Michael S. Smith: If you need further evidence of the hypocrisy of the liberal New York Times, all you gotta do is
read the editorial in the October 12th issue of the Times. Office of Legal Counsel, you'll remember, Michael, is the outfit that wrote the famous torture memos. They were asked to justify torture and they wrote these twisted memos concluding what Bush and the others wanted them to conclude: That it's legal to torture people. Well this time, the Times is very happy because again the Office of Legal Counsel which advises the president took three months and wrote a "detailed and cautious memorandum" to justify the decision to assassinate al-Awlaki.

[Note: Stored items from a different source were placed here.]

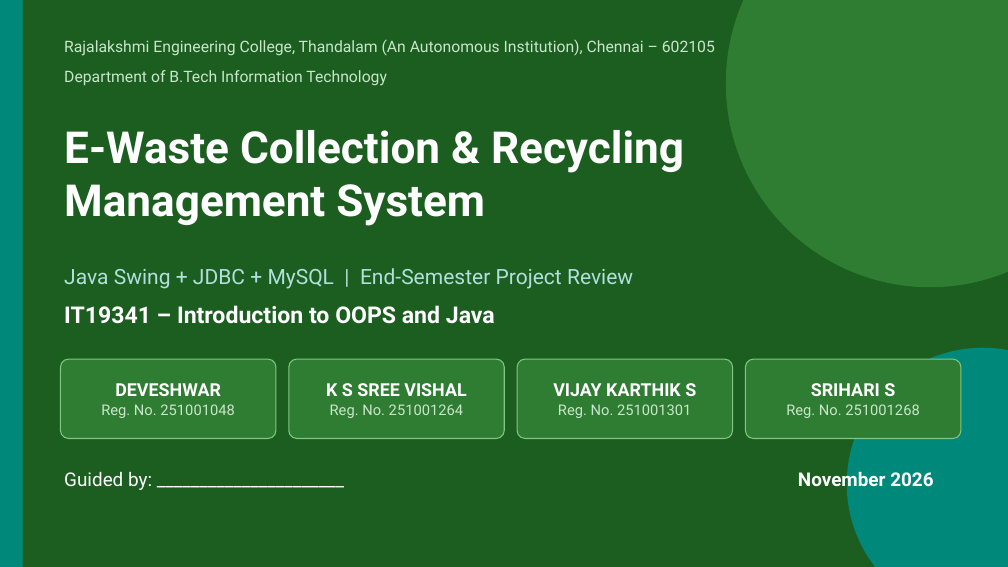
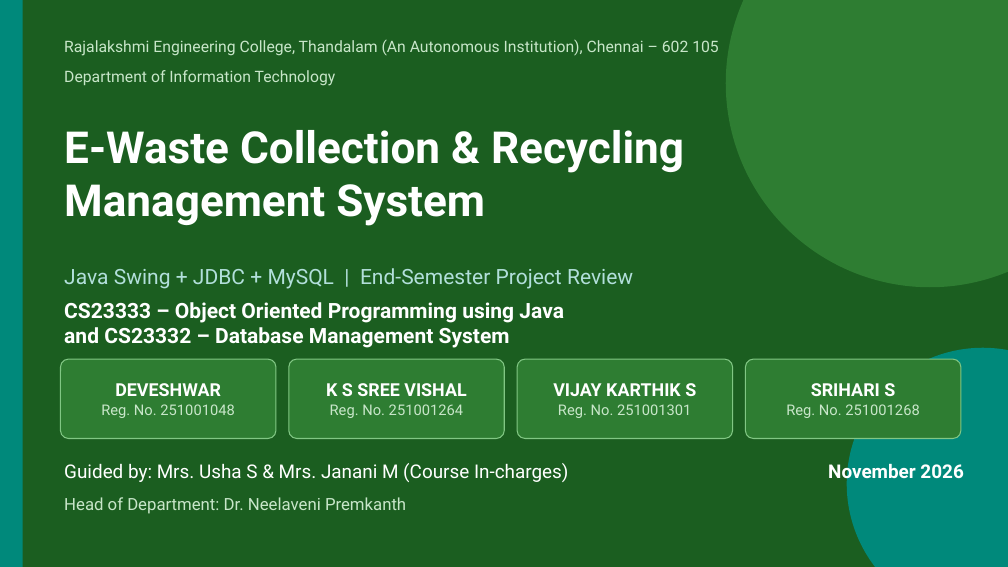
Before and after one commit to devesh1905/ewaste-collection-recycling-system, a slide deck: slide 1 of docs/EWaste_Project_Presentation.pptx. Drawn at 1008x567 pixels with LibreOffice and Linux fonts; fonts in the diff are those of the drawing. Boxes give left, top, right and bottom in pixels: in the first picture for what was removed or moved away, otherwise in the second. Text is boxed around its words. In the diff, an @@ line names an element or a change of style, - is before the commit and + after.

```diff
--- a/docs/EWaste_Project_Presentation.pptx
+++ b/docs/EWaste_Project_Presentation.pptx
@@ text at [64, 39, 719, 56]: spaces changed @@
-Rajalakshmi Engineering College, Thandalam (An Autonomous Institution), Chennai – 602105
+Rajalakshmi Engineering College, Thandalam (An Autonomous Institution), Chennai – 602 105
@@ text at [64, 70, 336, 86]: text changed @@
-Department of B.Tech Information Technology
+Department of Information Technology
@@ text at [64, 302, 564, 348]: text changed; size 22 to 20 pt @@
-IT19341 – Introduction to OOPS and Java
+CS23333 – Object Oriented Programming using Java
+and CS23332 – Database Management System
@@ text at [64, 463, 569, 482]: text changed @@
-Guided by: ______________________
+Guided by: Mrs. Usha S & Mrs. Janani M (Course In-charges)
@@ text "November 2026": place and size @@
-text "November 2026" at [798, 468, 933, 491]
+text "November 2026" at [828, 461, 963, 484]
@@ text added at [64, 497, 406, 514], 16 pt, text #C8E6C9 @@
+Head of Department: Dr. Neelaveni Premkanth
```
Also in this commit, not shown: 19 other slides changed, 7 other files.

So the Times thinks it's good because at least they wrote a detailed memorandum before they killed the man! And they say, here's the conclusion, "Mr. Awlaki was not entitled to full protections [. . .] but as an American, he was entitled to some." Is that the defintion of a liberal trimmer or what?

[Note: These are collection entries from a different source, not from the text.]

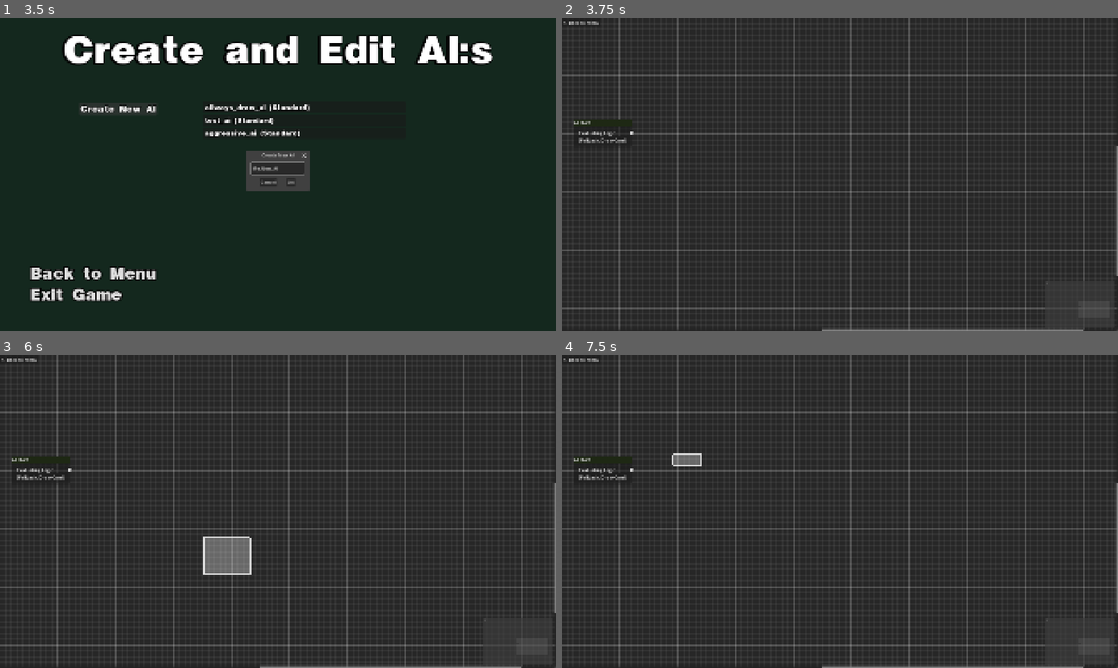
Above: before the commit, frames 1-4 (two rows, left to right).
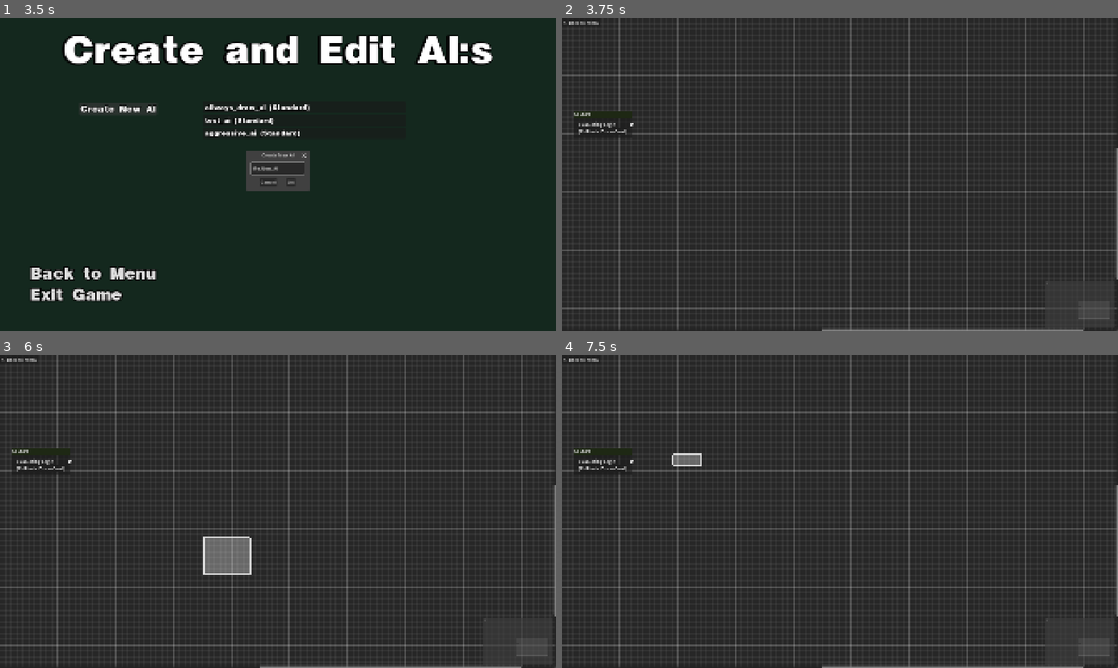
Above: after the commit, the same moments.

Repository: JontePonte/UNO-utlimate-ai-simulator
Game: Godot game, scene res://ai_editor/AIEditor.tscn
Same seed, same stepped clock (60 frames per second), same inputs: the game is played once before the commit and once after it. This scene is started directly instead of the project's main scene.
Inputs (mouse positions are in pixels of both pictures, inside the frame that each line leads up to):
- Up to frame 1 (3.5 s): tap Enter at 0.5 s; move the mouse to (400, 158) at 0.52 s; tap U at 0.6 s; click (400, 158) at 0.67 s; click "<- Back to Menu" at 1.25 s; click "Create New AI" at 2 s; click "Create New AI" at 2.75 s
- Up to frame 2 (3.75 s): click "OK" at 3.5 s
- Up to frame 3 (6 s): tap Space at 4.25, 5.75 s; drag from (38, 470) to (250, 574) at 4.27 s; tap Enter at 5 s; move the mouse to (333, 442) at 5.02 s; tap U at 5.1 s; click (333, 442) at 5.17 s; drag from (250, 574) to (111, 464) at 5.77 s
- Up to frame 4 (7.5 s): move the mouse to (1006, 558) at 6.52 s; tap U at 6.6 s; click (1006, 558) at 6.67 s; tap Enter at 7.25 s; drag from (673, 464) to (756, 433) at 7.27 s

Frame 1 is identical in both runs. In frame 2, 0.5% of the frame differs, in the area x 2-100%, y 29-97%; in frame 3, 0.5%; in frame 4, 0.5%.

Commit message:
small improvements to play action node and editor

Diff:
--- a/uno-ultimate-ai-simulator/ai_editor/ActionPlayNode.tscn
+++ b/uno-ultimate-ai-simulator/ai_editor/ActionPlayNode.tscn
@@ -13,7 +13,7 @@
 offset_bottom = 95.0
 theme_override_styles/titlebar = SubResource("StyleBoxFlat_ktnyg")
 theme_override_styles/titlebar_selected = SubResource("StyleBoxFlat_cphd1")
-title = "Action: Draw Card"
+title = "Action: Play Card"
 slot/0/left_enabled = false
 slot/0/left_type = 0
 slot/0/left_color = Color(1, 1, 1, 1)
--- a/uno-ultimate-ai-simulator/ai_editor/ai_editor.gd
+++ b/uno-ultimate-ai-simulator/ai_editor/ai_editor.gd
@@ -53,7 +53,7 @@
 
 	# 3. Placera den snyggt på vänster sida av duken (X=100, Y=200)
 	graph_edit.scroll_offset = Vector2.ZERO # Tvingar kameran till startpunkten
-	root.position_offset = Vector2(40, 350)
+	root.position_offset = Vector2(40, 320)
 
 	root.gui_input.connect(_on_node_gui_input.bind(root))

Michael Ratner: Which ones? The right to a decent burieal? The right to have somebody scrape up his body parts? What are the ones they're talking about? How about the right to life? The one protection that everyone is entitled to.

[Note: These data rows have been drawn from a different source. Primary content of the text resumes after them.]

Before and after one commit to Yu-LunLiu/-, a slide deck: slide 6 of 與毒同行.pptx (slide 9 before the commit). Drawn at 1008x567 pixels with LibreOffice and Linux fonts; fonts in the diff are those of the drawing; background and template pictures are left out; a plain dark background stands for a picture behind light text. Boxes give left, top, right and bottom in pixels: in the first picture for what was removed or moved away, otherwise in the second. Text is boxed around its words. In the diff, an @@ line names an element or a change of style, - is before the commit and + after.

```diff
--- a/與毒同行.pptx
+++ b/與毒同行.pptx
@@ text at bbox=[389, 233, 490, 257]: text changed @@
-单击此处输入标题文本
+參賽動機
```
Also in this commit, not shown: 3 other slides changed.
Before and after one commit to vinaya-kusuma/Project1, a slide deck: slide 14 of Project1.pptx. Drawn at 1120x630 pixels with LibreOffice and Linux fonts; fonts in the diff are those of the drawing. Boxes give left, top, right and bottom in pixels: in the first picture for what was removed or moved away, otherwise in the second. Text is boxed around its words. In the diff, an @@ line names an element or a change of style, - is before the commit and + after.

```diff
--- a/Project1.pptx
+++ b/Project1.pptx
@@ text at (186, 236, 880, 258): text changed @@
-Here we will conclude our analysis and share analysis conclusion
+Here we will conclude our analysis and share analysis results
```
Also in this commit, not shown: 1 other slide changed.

Michael S. Smith: The Fifth Amendment.


Michael Ratner: Michael, I -- The Fifth Amendment is there. Yes, you need Due Process. But I want to emphasize, I think al-Awlaki should have been protected even if he wasn't a US citizen. I don't like naorrowing the law to a US citizen.


Michael S. Smith: I totally agree with you.


Michael Ratner: For litigation in the US court, yes, I have to use the Constitution to protect al-Awlaki but in fact the only time you're allowed to kill people is in a shooting war and then you have the right to shoot people on the other side who are shooting at you or in a war against you. But, short of that, unless someone is about to toss a bomb at you on the street and you have to use force to stop that, you don't have the right to just shoot people.


Michael S. Smith: Well the United States justifies this based on the Declaration of War in 2001, after 9-11.


Michael Ratner: So the question for you and I is if we sat here spouting the stuff that al-Awlaki spouted and, you know, had some meetings and some stuff like that -- if he did -- would they have the right to drone attack kill me in New York? And the answer?


Michael S. Smith: Well that's exactly the question.


Michael Ratner: The answer, under their theory, is yes.


Michael S. Smith: Yes. That the country where the person had his feet planted when he was blown sky high is irrelevant. The fact is there's a Declaration of War, after 9-11, ten years ago they made a Declaration of War against terrorism -- whatever that means -- they can go out and kill people. That's what they're basing it on. I'd like to see this legal memorandum.


Michael Ratner: So if people are interested in the fact that the US can drop drones on almost anyone -- on anyone -- citizen, non-citizen, where ever they are, Yemen, United States, we want you to go to
www.dronedetector.com where you can purchase a drone detector [starts laughing]. Michael and I, we just made that up. But anyway, get your drone detector now.


Michael S. Smith: Well, if you want to learn more about it, go to the Center's website which is, Michael?


Michael Ratner: ccrjustice.org, ccrjustice.org. We brought a case with the ACLU to try and stop the killing of al-Awlaki . We were thrown out of court. The judge considered it serious -- but, of course, that's again typical -- serious but no relief. It's an executive [branch] decision and, of course, the executive made the decision, Obama, basically pushed the big red button, drone, drone, drone.


Michael S. Smith: And this is the guy that was supposed to be an improvement, the pendulum was going to swing back, Obama's going to get elected and Civil Liberties are going to get better. So, instead of torturing people, he's now assassinating them. This is the liberal definition of "better."